┏━━
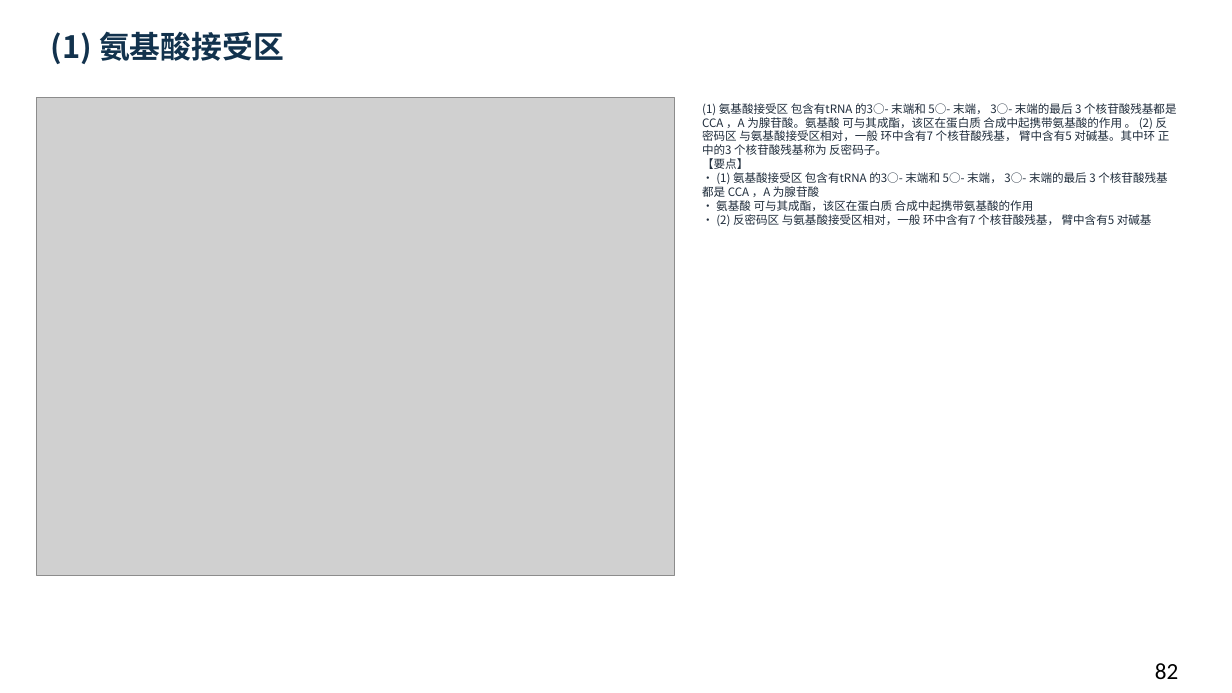
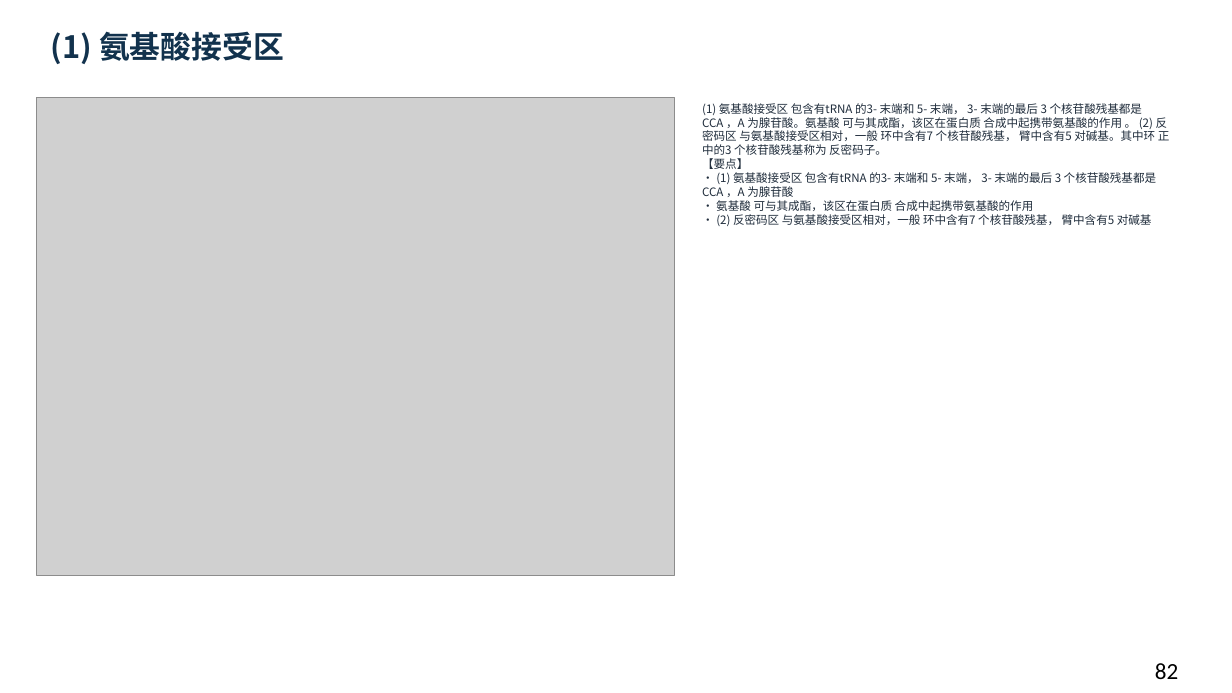
Before and after one commit to newkan-li/Biochemistry, a slide deck: slide 82 of downloads/bc11-ai-style.pptx. Drawn at 1232x693 pixels with LibreOffice and Linux fonts; fonts in the diff are those of the drawing; grey boxes stand for pictures. Boxes give left, top, right and bottom in pixels: in the first picture for what was removed or moved away, otherwise in the second. Text is boxed around its words. In the diff, an @@ line names an element or a change of style, - is before the commit and + after.

Commit message:
bc11真正清除PUA控制符(上版未写入数据),修正碱基结构特征页;版本20261112cdb

```diff
--- a/downloads/bc11-ai-style.pptx
+++ b/downloads/bc11-ai-style.pptx
@@ text at (702, 103, 1170, 226): text changed @@
-(1) 氨基酸接受区 包含有tRNA 的3○- 末端和 5○- 末端， 3○- 末端的最后 3 个核苷酸残基都是 CCA ，A 为腺苷酸。氨基酸 可与其成酯，该区在蛋白质 合成中起携带氨基酸的作用 。 (2) 反密码区 与氨基酸接受区相对，一般 环中含有7 个核苷酸残基， 臂中含有5 对碱基。其中环 正中的3 个核苷酸残基称为 反密码子。
-【要点】
-• (1) 氨基酸接受区 包含有tRNA 的3○- 末端和 5○- 末端， 3○- 末端的最后 3 个核苷酸残基都是 CCA ，A 为腺苷酸
-• 氨基酸 可与其成酯，该区在蛋白质 合成中起携带氨基酸的作用
-• (2) 反密码区 与氨基酸接受区相对，一般 环中含有7 个核苷酸残基， 臂中含有5 对碱基
+(1) 氨基酸接受区 包含有tRNA 的3- 末端和 5- 末端， 3- 末端的最后 3 个核苷酸残基都是 CCA ，A 为腺苷酸。氨基酸 可与其成酯，该区在蛋白质 合成中起携带氨基酸的作用 。 (2) 反密码区 与氨基酸接受区相对，一般 环中含有7 个核苷酸残基， 臂中含有5 对碱基。其中环 正中的3 个核苷酸残基称为 反密码子。
+【要点】
+• (1) 氨基酸接受区 包含有tRNA 的3- 末端和 5- 末端， 3- 末端的最后 3 个核苷酸残基都是 CCA ，A 为腺苷酸
+• 氨基酸 可与其成酯，该区在蛋白质 合成中起携带氨基酸的作用
+• (2) 反密码区 与氨基酸接受区相对，一般 环中含有7 个核苷酸残基， 臂中含有5 对碱基
```
Also in this commit, not shown: 49 other slides changed, 6 other files.
┗━━
Instructions to follow:
Transcribe the listing above exactly, leaving every picture out.

Result:
Before and after one commit to newkan-li/Biochemistry, a slide deck: slide 82 of downloads/bc11-ai-style.pptx. Drawn at 1232x693 pixels with LibreOffice and Linux fonts; fonts in the diff are those of the drawing; grey boxes stand for pictures. Boxes give left, top, right and bottom in pixels: in the first picture for what was removed or moved away, otherwise in the second. Text is boxed around its words. In the diff, an @@ line names an element or a change of style, - is before the commit and + after.

Commit message:
bc11真正清除PUA控制符(上版未写入数据),修正碱基结构特征页;版本20261112cdb

```diff
--- a/downloads/bc11-ai-style.pptx
+++ b/downloads/bc11-ai-style.pptx
@@ text at (702, 103, 1170, 226): text changed @@
-(1) 氨基酸接受区 包含有tRNA 的3○- 末端和 5○- 末端， 3○- 末端的最后 3 个核苷酸残基都是 CCA ，A 为腺苷酸。氨基酸 可与其成酯，该区在蛋白质 合成中起携带氨基酸的作用 。 (2) 反密码区 与氨基酸接受区相对，一般 环中含有7 个核苷酸残基， 臂中含有5 对碱基。其中环 正中的3 个核苷酸残基称为 反密码子。
-【要点】
-• (1) 氨基酸接受区 包含有tRNA 的3○- 末端和 5○- 末端， 3○- 末端的最后 3 个核苷酸残基都是 CCA ，A 为腺苷酸
-• 氨基酸 可与其成酯，该区在蛋白质 合成中起携带氨基酸的作用
-• (2) 反密码区 与氨基酸接受区相对，一般 环中含有7 个核苷酸残基， 臂中含有5 对碱基
+(1) 氨基酸接受区 包含有tRNA 的3- 末端和 5- 末端， 3- 末端的最后 3 个核苷酸残基都是 CCA ，A 为腺苷酸。氨基酸 可与其成酯，该区在蛋白质 合成中起携带氨基酸的作用 。 (2) 反密码区 与氨基酸接受区相对，一般 环中含有7 个核苷酸残基， 臂中含有5 对碱基。其中环 正中的3 个核苷酸残基称为 反密码子。
+【要点】
+• (1) 氨基酸接受区 包含有tRNA 的3- 末端和 5- 末端， 3- 末端的最后 3 个核苷酸残基都是 CCA ，A 为腺苷酸
+• 氨基酸 可与其成酯，该区在蛋白质 合成中起携带氨基酸的作用
+• (2) 反密码区 与氨基酸接受区相对，一般 环中含有7 个核苷酸残基， 臂中含有5 对碱基
```
Also in this commit, not shown: 49 other slides changed, 6 other files.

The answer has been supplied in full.